> [WORK INSTRUCTION]: The required output is the line that contains "bore_radius = bore_diameter / 2" through the last line of the data, retyped verbatim and with nothing added.
PROVIDED RECORDS Start Marker
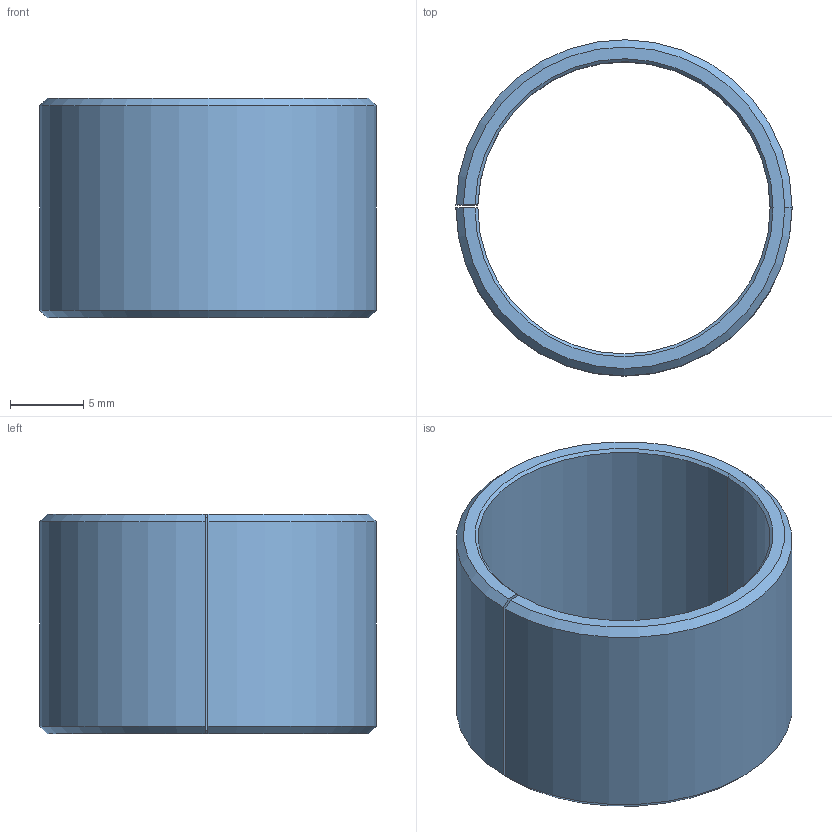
import cadquery as cq

outer_diameter = 23.0
bore_diameter = 20.0
length = 15.0
outer_chamfer = 0.5
bore_chamfer = 0.2
slit_width = 0.2

outer_radius = outer_diameter / 2
bore_radius = bore_diameter / 2


def bushing_sleeve():
    """Revolve the wall section, with chamfers on both ends, about Z."""
    section = [
        (bore_radius, bore_chamfer),
        (bore_radius + bore_chamfer, 0),
        (outer_radius - outer_chamfer, 0),
        (outer_radius, outer_chamfer),
        (outer_radius, length - outer_chamfer),
        (outer_radius - outer_chamfer, length),
        (bore_radius + bore_chamfer, length),
        (bore_radius, length - bore_chamfer),
    ]
    return (
        cq.Workplane("XZ")
        .polyline(section)
        .close()
        .revolve(360, (0, 0), (0, 1))
    )


def joint_slit():
    """Full-length slit on the -X side, with one face on the XZ plane and its width toward +Y."""
    return cq.Workplane("XY").box(outer_radius, slit_width, length, centered=False).translate(
        (-outer_radius, 0, 0)
    )


result = bushing_sleeve().cut(joint_slit())
PROVIDED RECORDS End Marker
> [SOLVED PROBLEM]:
bore_radius = bore_diameter / 2


def bushing_sleeve():
    """Revolve the wall section, with chamfers on both ends, about Z."""
    section = [
        (bore_radius, bore_chamfer),
        (bore_radius + bore_chamfer, 0),
        (outer_radius - outer_chamfer, 0),
        (outer_radius, outer_chamfer),
        (outer_radius, length - outer_chamfer),
        (outer_radius - outer_chamfer, length),
        (bore_radius + bore_chamfer, length),
        (bore_radius, length - bore_chamfer),
    ]
    return (
        cq.Workplane("XZ")
        .polyline(section)
        .close()
        .revolve(360, (0, 0), (0, 1))
    )


def joint_slit():
    """Full-length slit on the -X side, with one face on the XZ plane and its width toward +Y."""
    return cq.Workplane("XY").box(outer_radius, slit_width, length, centered=False).translate(
        (-outer_radius, 0, 0)
    )


result = bushing_sleeve().cut(joint_slit())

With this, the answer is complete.